1The court declared a mistrial on the fifth count, which charged Fox with being a felon in possession of a firearm. No. 16-2892 5

deadlines and improperly relied on a schedule issued by the magistrate judge that assumed the district judge would grant a continuance. Despite secondary counsel’s several represen- tations to the court that the defendant’s actual counsel of choice would file an appearance soon, it never happened. So on the Friday before trial, the defendant told the district court that he wished to fire secondary counsel and was in contact with two additional attorneys, one of whom he planned to hire. The court said it was unlikely to grant a continuance, so the defendant reluctantly agreed to continue with secondary counsel.
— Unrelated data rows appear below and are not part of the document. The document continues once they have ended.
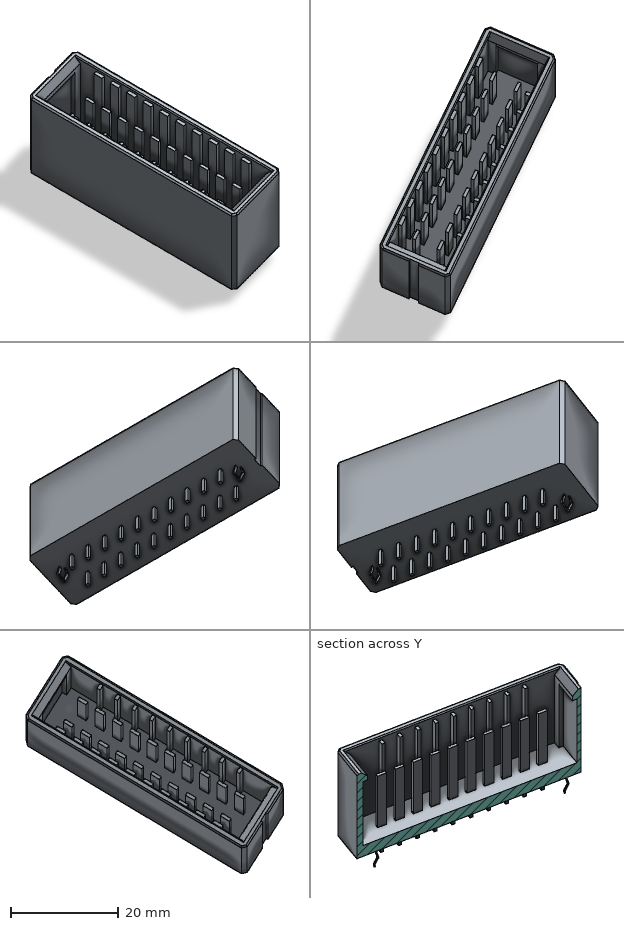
import cadquery as cq

LENGTH = 48.3
WIDTH = 14.45
HEIGHT = 21.65
CORNER_CHAMFER = 0.75
RIM_CHAMFER = 0.35

FLOOR = 2.9
END_WALL = 2.25
SIDE_WALL = 1.3
END_LEAD_IN = 1.3
SIDE_LEAD_IN = 0.25

GROOVE_WIDTH = 1.9
GROOVE_DEPTH = 0.4

RECESS_WIDTH = 8.6
RECESS_DEPTH = 0.95
RECESS_DROP = 1.2

PITCH = 3.8
CONTACT_COUNT = 10
ROW_POSITIONS = (-2.3, 2.7)
BLADE_WIDTH = 1.95
BLADE_TOP = 16.1
PIN_SIZE = 0.65
PIN_LENGTH = 3.75

RIB_TOP = 20.75
BACK_RIB_WIDTH = 1.95
BACK_RIB_DEPTH = 0.72
FRONT_RIB_WIDTH = 0.7
FRONT_RIB_DEPTH = 1.05

LOCK_X = 20.35
LOCK_Y = 1.25
LOCK_WIDTH = 1.45
LOCK_GAP = 0.3
LOCK_THICKNESS = 0.3
LOCK_ROOT_OFFSET = 0.3
LOCK_BOW_OFFSET = 0.72
LOCK_BOW_TOP = -1.6
LOCK_BOW_BOTTOM = -1.9
LOCK_TIP_TOP = -3.2
LOCK_TIP_CHAMFER = 0.3

CAVITY_HALF_LENGTH = LENGTH / 2 - END_WALL
CAVITY_HALF_WIDTH = WIDTH / 2 - SIDE_WALL


def block(x_range, y_range, z_range):
    """Axis-aligned box between the given limits."""
    size = [high - low for low, high in (x_range, y_range, z_range)]
    corner = (x_range[0], y_range[0], z_range[0])
    return cq.Workplane("XY").box(*size, centered=False).translate(corner)


def around(center, size):
    """Limits of a span centred on a position."""
    return (center - size / 2, center + size / 2)


def row_of_positions(count):
    """Evenly pitched X positions, centred on the housing."""
    return [(i - (count - 1) / 2) * PITCH for i in range(count)]


def flared_slab(plane, half_width, flare, thickness):
    """Slab from the floor up to the rim, its two sides sloping outward at 45 degrees near the top."""
    outline = [
        (-half_width, FLOOR),
        (half_width, FLOOR),
        (half_width, HEIGHT - flare),
        (half_width + flare, HEIGHT),
        (-half_width - flare, HEIGHT),
        (-half_width, HEIGHT - flare),
    ]
    return cq.Workplane(plane).polyline(outline).close().extrude(thickness / 2, both=True)


def make_housing():
    body = cq.Workplane("XY").box(LENGTH, WIDTH, HEIGHT, centered=(True, True, False))
    body = body.edges("|Z").chamfer(CORNER_CHAMFER)
    body = body.faces(">Z").chamfer(RIM_CHAMFER)

    along_length = flared_slab("XZ", CAVITY_HALF_LENGTH, END_LEAD_IN, WIDTH)
    along_width = flared_slab("YZ", CAVITY_HALF_WIDTH, SIDE_LEAD_IN, LENGTH)
    body = body.cut(along_length.intersect(along_width))

    groove_x = (-LENGTH / 2, -LENGTH / 2 + GROOVE_DEPTH)
    body = body.cut(block(groove_x, around(0, GROOVE_WIDTH), (0, HEIGHT)))

    recess_length = 2 * (CAVITY_HALF_LENGTH + RECESS_DEPTH)
    recess_top = HEIGHT - END_LEAD_IN - RECESS_DROP
    return body.cut(block(around(0, recess_length), around(0, RECESS_WIDTH), (FLOOR, recess_top)))


def make_contact(x, y):
    thickness = around(y, PIN_SIZE)
    blade = block(around(x, BLADE_WIDTH), thickness, (FLOOR, BLADE_TOP))
    pin = block(around(x, PIN_SIZE), thickness, (-PIN_LENGTH, FLOOR))
    return blade.union(pin)


def make_back_rib(x):
    depth = (CAVITY_HALF_WIDTH - BACK_RIB_DEPTH, CAVITY_HALF_WIDTH)
    return block(around(x, BACK_RIB_WIDTH), depth, (FLOOR, RIB_TOP))


def make_front_rib(x):
    depth = (-CAVITY_HALF_WIDTH, -CAVITY_HALF_WIDTH + FRONT_RIB_DEPTH)
    return block(around(x, FRONT_RIB_WIDTH), depth, (FLOOR, RIB_TOP))


def make_lock_leg(side):
    """Leg on the +Y (side = 1) or -Y (side = -1) half, bowed toward the same sign of X."""
    center_line = [
        (side * LOCK_ROOT_OFFSET, 0),
        (side * LOCK_BOW_OFFSET, LOCK_BOW_TOP),
        (side * LOCK_BOW_OFFSET, LOCK_BOW_BOTTOM),
        (0, LOCK_TIP_TOP),
    ]
    left = [(x - LOCK_THICKNESS / 2, z) for x, z in center_line]
    right = [(x + LOCK_THICKNESS / 2, z) for x, z in center_line]
    leg_width = (LOCK_WIDTH - LOCK_GAP) / 2
    leg_y = side * (LOCK_GAP + leg_width) / 2
    leg = cq.Workplane("XZ").polyline(left + right[::-1]).close().extrude(leg_width / 2, both=True)
    return leg.translate((0, leg_y, 0))


def make_lock(x):
    tip = block(around(0, LOCK_THICKNESS), around(0, LOCK_WIDTH), (-PIN_LENGTH, LOCK_TIP_TOP))
    tip = tip.edges("|X and <Z").chamfer(LOCK_TIP_CHAMFER)
    lock = tip.union(make_lock_leg(1)).union(make_lock_leg(-1))
    return lock.translate((x, LOCK_Y, 0))


result = make_housing()

for contact_x in row_of_positions(CONTACT_COUNT):
    result = result.union(make_back_rib(contact_x))
    for row_y in ROW_POSITIONS:
        result = result.union(make_contact(contact_x, row_y))

for rib_x in row_of_positions(CONTACT_COUNT - 1):
    result = result.union(make_front_rib(rib_x))

for lock_x in (-LOCK_X, LOCK_X):
    result = result.union(make_lock(lock_x))

Yet on the morning of trial, the defendant appeared with the secondary counsel and his new counsel of choice. The new counsel said he’d file an appearance only if the court granted a continuance to give him time to prepare, but the court denied the request on the ground that it had already made several attempts to accommodate the situation and the promises of original counsel of choice to appear had not come to fruition. The defendant proceeded with secondary counsel “under protest” and was convicted.